Check this chart on page 788. The Be' columns are degrees baume'
http://books.google.com/books?id=H0TOAAAAMAAJ&pg=PA786&lpg=PA786&dq=36+baume%27+percentage+nitric&source=bl&ots=QFJE8eQwq2&sig=aQJLHy_qe1QoAEpfpkLUWYcNwVA&hl=en&ei=186eTr2YM-PisQKzvY3lCQ&sa=X&oi=book_result&ct=result&resnum=1&ved=0CBkQ6AEwADgK#v=onepage&q=36%20baume%27%20percentage%20nitric&f=false

According to that chart, 36 degree baume' HNO3 is about 52.3%, by weight. 

Then, go to this chart.
http://www.handymath.com/cgi-bin/nitrictble2.cgi?submit=Entry

At 20C, the specific gravity of 52% nitric is 1.3219. Therefore, 1 liter weighs 1321.9g. Multiply 1321.9 x .52 and this gives 687g of nitric per liter of 52% nitric. Do the same for the 70% and you come up with 989g/liter. 

Therefore, 36 baume' nitric is about 687/989 = about 69.5% as strong as 42 baume nitric. The ratio of strength is 989/687 = about 1.44:1

*Notes:* 

I rounded off the 52.3 to 52 when I calculated. You can get more exact numbers by plugging in the 20C and 52.3% in the calculator at the top of the chart on the 2nd link. However, since the acids you buy are probably not that exact, I would just assume that the 36 baume' nitric is about 70% as strong as the 42 baume nitric - easy number to remember. Also, I didn't use the specific gravity given in the chart on the 1st link because of adjustments needed for temperature. I usually use 20C (68F) in these calculations, since that's close to room temperature.

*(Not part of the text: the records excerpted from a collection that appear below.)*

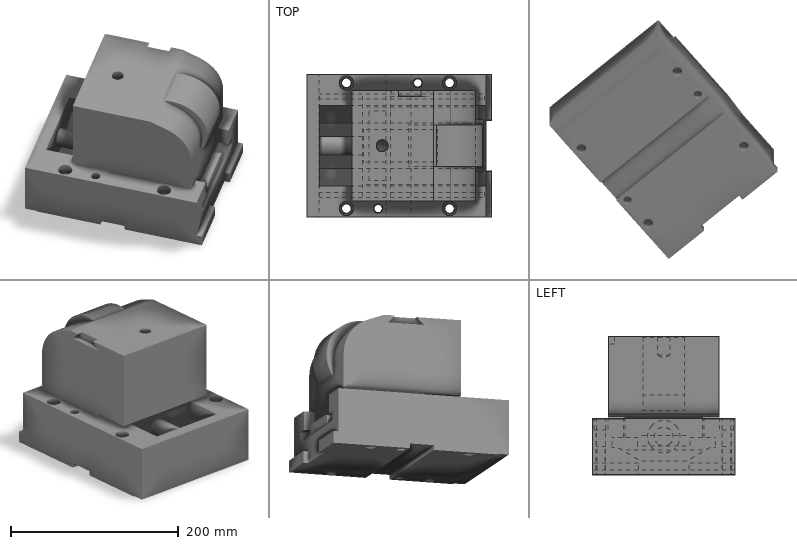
import cadquery as cq
import math


BASE_X = 213.5
BASE_Y = 170.0
BASE_TOP = 67.0
LIP_END = 220.0
LIP_TOP = 14.3
LIP_GAP = 60.3
RELIEF_X = 14.7
RELIEF_Z = 0.9
KEYWAY_X = 94.0
KEYWAY_WIDTH = 30.0
KEYWAY_DEPTH = 5.7

HOLE_ROW_Y = 74.8
SCREW_X = (47.0, 169.8)
SCREW_DIAMETER = 11.5
SCREW_HEAD_DIAMETER = 17.0
SCREW_HEAD_DEPTH = 13.2
DOWEL_PLACES = ((85.0, -HOLE_ROW_Y), (132.0, HOLE_ROW_Y))
DOWEL_DIAMETER = 10.0
DOWEL_RELIEF_DIAMETER = 11.0
DOWEL_RELIEF_DEPTH = 33.0

GUIDE_ANGLE = math.radians(30)
SLOT_START = 15.0
MOUTH_HALF = 47.7
UNDERCUT_HALF = 61.5
UNDERCUT_TOP = 44.5
LEDGE_Z = 33.0
LEDGE_INNER_Y = 55.5
FLOOR_HALF = 26.8
FLOOR_Z = LEDGE_Z - (LEDGE_INNER_Y - FLOOR_HALF) * math.tan(GUIDE_ANGLE)

BLOCK_START = 54.0
BLOCK_END = 200.9
BLOCK_WIDTH = 132.0
BLOCK_TOP = 165.0
RIDGE_X = 150.5
ROOF_ANGLE = math.radians(20)
NOSE_RADIUS = 45.0
LIFT_HOLE_X = 89.8
LIFT_HOLE_DIAMETER = 14.3
LIFT_HOLE_DEPTH = 22.0
DRILL_TIP_ANGLE = math.radians(118)
NOTCH_X = 122.8
NOTCH_MOUTH = 26.8
NOTCH_HEIGHT = 8.8
NOTCH_DEPTH = 7.3
NOTCH_FLARE_ANGLE = math.radians(45)

SLIDE_START = 66.5
SLIDE_HALF = 46.2
SLIDE_TOP = 68.9
KEY_START = 74.0
KEY_END = 99.7
KEY_WIDTH = 82.3
KEY_TOP = 72.8
BEVEL_START = 204.8
BEVEL_ANGLE = math.radians(60)
TONGUE_END = 210.5
TONGUE_FOOT_HALF = 31.0
TONGUE_CREST_HALF = 26.2
TONGUE_RISE = (TONGUE_FOOT_HALF - TONGUE_CREST_HALF) * math.tan(GUIDE_ANGLE)

ROLLER_RADIUS = 44.0
ROLLER_WIDTH = 50.0
ROLLER_X = 165.0
ROLLER_Z = BLOCK_TOP - ROLLER_RADIUS

SPRING_Z = 45.8
SPRING_BODY_RADIUS = 19.4
SPRING_BODY_LENGTH = 88.0
SPRING_RECESS = 1.0
SPRING_BODY_START = SLIDE_START + SPRING_RECESS
SPRING_BODY_END = SPRING_BODY_START + SPRING_BODY_LENGTH
ROD_RADIUS = 11.2
ROD_TIP_X = 15.5
ROD_TIP_FILLET = 2.2


def wide_box(x0, x1, width, z0, z1):
    """Box centred on Y = 0."""
    bar = cq.Workplane("XY").box(x1 - x0, width, z1 - z0, centered=(False, True, False))
    return bar.translate((x0, 0, z0))


def mirrored_prism(half_profile, x0, x1):
    """Prism along X whose (y, z) outline is a half outline plus its mirror image in Y."""
    mirrored = [(-y, z) for y, z in reversed(half_profile)]
    return cq.Workplane("YZ").polyline(half_profile + mirrored).close().extrude(x1 - x0).translate((x0, 0, 0))


def vertical_cylinder(x, y, diameter, z0, z1):
    return cq.Workplane("XY", origin=(x, y, z0)).circle(diameter / 2).extrude(z1 - z0)


def cylinder_along_x(radius, x0, x1):
    """Cylinder on the gas spring axis."""
    return cq.Workplane("YZ", origin=(x0, 0, SPRING_Z)).circle(radius).extrude(x1 - x0)


def guide_profile(neck_half, top):
    """Half outline of the guide section, from the floor up to a neck of the given half width."""
    return [
        (FLOOR_HALF, FLOOR_Z),
        (LEDGE_INNER_Y, LEDGE_Z),
        (UNDERCUT_HALF, LEDGE_Z),
        (UNDERCUT_HALF, UNDERCUT_TOP),
        (neck_half, UNDERCUT_TOP),
        (neck_half, top),
    ]


def make_base():
    body = wide_box(0, BASE_X, BASE_Y, 0, BASE_TOP)

    lip = wide_box(BASE_X, LIP_END, BASE_Y, 0, LIP_TOP)
    body = body.union(lip.cut(wide_box(BASE_X, LIP_END, LIP_GAP, 0, LIP_TOP)))

    body = body.cut(wide_box(0, RELIEF_X, BASE_Y, 0, RELIEF_Z))
    body = body.cut(wide_box(KEYWAY_X, KEYWAY_X + KEYWAY_WIDTH, BASE_Y, 0, KEYWAY_DEPTH))

    body = body.cut(mirrored_prism(guide_profile(MOUTH_HALF, BASE_TOP), SLOT_START, BASE_X))

    for x in SCREW_X:
        for y in (-HOLE_ROW_Y, HOLE_ROW_Y):
            body = body.cut(vertical_cylinder(x, y, SCREW_DIAMETER, 0, BASE_TOP))
            head_floor = BASE_TOP - SCREW_HEAD_DEPTH
            body = body.cut(vertical_cylinder(x, y, SCREW_HEAD_DIAMETER, head_floor, BASE_TOP))

    for x, y in DOWEL_PLACES:
        body = body.cut(vertical_cylinder(x, y, DOWEL_DIAMETER, 0, BASE_TOP))
        relief_floor = BASE_TOP - DOWEL_RELIEF_DEPTH
        body = body.cut(vertical_cylinder(x, y, DOWEL_RELIEF_DIAMETER, relief_floor, BASE_TOP))
    return body


def make_slide():
    body = mirrored_prism(guide_profile(SLIDE_HALF, SLIDE_TOP), SLIDE_START, BASE_X)
    body = body.cut(wide_box(BLOCK_END, BASE_X, 2 * SLIDE_HALF, UNDERCUT_TOP, SLIDE_TOP))

    bevel_end_z = UNDERCUT_TOP - (BASE_X - BEVEL_START) * math.tan(BEVEL_ANGLE)
    bevel = (
        cq.Workplane("XZ")
        .moveTo(BEVEL_START, UNDERCUT_TOP)
        .lineTo(BASE_X, UNDERCUT_TOP)
        .lineTo(BASE_X, bevel_end_z)
        .close()
        .extrude(UNDERCUT_HALF, both=True)
    )
    body = body.cut(bevel)

    tongue_profile = [
        (TONGUE_FOOT_HALF, bevel_end_z),
        (TONGUE_FOOT_HALF, UNDERCUT_TOP),
        (TONGUE_CREST_HALF, UNDERCUT_TOP + TONGUE_RISE),
    ]
    body = body.union(mirrored_prism(tongue_profile, BLOCK_END, TONGUE_END))

    body = body.union(wide_box(KEY_START, KEY_END, KEY_WIDTH, SLIDE_TOP, KEY_TOP))

    bore = cylinder_along_x(SPRING_BODY_RADIUS, SLIDE_START, SPRING_BODY_END)
    return body.cut(bore)


def make_roller():
    end_face = cq.Workplane("XZ", origin=(ROLLER_X, ROLLER_WIDTH / 2, ROLLER_Z))
    return end_face.circle(ROLLER_RADIUS).extrude(ROLLER_WIDTH)


def make_block():
    nose_x = BLOCK_END - NOSE_RADIUS
    arc_start_x = nose_x + NOSE_RADIUS * math.sin(ROOF_ANGLE)
    arc_start_z = BLOCK_TOP - (arc_start_x - RIDGE_X) * math.tan(ROOF_ANGLE)
    nose_z = arc_start_z - NOSE_RADIUS * math.cos(ROOF_ANGLE)
    arc_middle_angle = (math.pi / 2 - ROOF_ANGLE) / 2
    arc_middle = (
        nose_x + NOSE_RADIUS * math.cos(arc_middle_angle),
        nose_z + NOSE_RADIUS * math.sin(arc_middle_angle),
    )
    body = (
        cq.Workplane("XZ")
        .moveTo(BLOCK_START, KEY_TOP)
        .lineTo(BLOCK_START, BLOCK_TOP)
        .lineTo(RIDGE_X, BLOCK_TOP)
        .lineTo(arc_start_x, arc_start_z)
        .threePointArc(arc_middle, (BLOCK_END, nose_z))
        .lineTo(BLOCK_END, SLIDE_TOP)
        .lineTo(KEY_END, SLIDE_TOP)
        .lineTo(KEY_END, KEY_TOP)
        .close()
        .extrude(BLOCK_WIDTH / 2, both=True)
    )

    hole_radius = LIFT_HOLE_DIAMETER / 2
    tip_depth = LIFT_HOLE_DEPTH + hole_radius / math.tan(DRILL_TIP_ANGLE / 2)
    lift_hole = (
        cq.Workplane("XZ")
        .polyline([(0, 0), (hole_radius, 0), (hole_radius, -LIFT_HOLE_DEPTH), (0, -tip_depth)])
        .close()
        .revolve(360, (0, 0), (0, 1))
        .translate((LIFT_HOLE_X, 0, BLOCK_TOP))
    )
    body = body.cut(lift_hole)

    mouth_half = NOTCH_MOUTH / 2
    floor_half = mouth_half + NOTCH_HEIGHT * math.tan(NOTCH_FLARE_ANGLE)
    notch = (
        cq.Workplane("XZ", origin=(NOTCH_X, BLOCK_WIDTH / 2, BLOCK_TOP))
        .moveTo(-mouth_half, 0)
        .lineTo(mouth_half, 0)
        .lineTo(floor_half, -NOTCH_HEIGHT)
        .lineTo(-floor_half, -NOTCH_HEIGHT)
        .close()
        .extrude(NOTCH_DEPTH)
    )
    body = body.cut(notch)

    return body.cut(make_roller())


def make_gas_spring():
    rod = cylinder_along_x(ROD_RADIUS, ROD_TIP_X, SPRING_BODY_START)
    rod = rod.faces("<X").edges().fillet(ROD_TIP_FILLET)
    cylinder = cylinder_along_x(SPRING_BODY_RADIUS, SPRING_BODY_START, SPRING_BODY_END)
    return rod.union(cylinder)


base = make_base()
slide = make_slide()
block = make_block()
roller = make_roller()
gas_spring = make_gas_spring()

result = cq.Compound.makeCompound(
    [body.solids().val() for body in (base, slide, block, roller, gas_spring)]
)

Another important point: To make 50/50 nitric from 70% nitric, you add 1 liter of acid to 1 liter of water. To make this same exact strength from the 36 baume' (52%) nitric, you add 554ml of water to 1 liter of this acid. The calculation of this requires a little algebra, so I won't go into the math unless you want me to.

You can also use this 36 Be' nitric to make up aqua regia. You'll have a little extra water in there, which might slow it down a bit but, all in all, it should work fine.

Actually, according to the 1st chart, 42 baume' is 67% and not 70% (70% is 43 degrees baume'). If 67%, this will throw off my numbers a bit, but not enough to affect any practical refining work. This isn't rocket science.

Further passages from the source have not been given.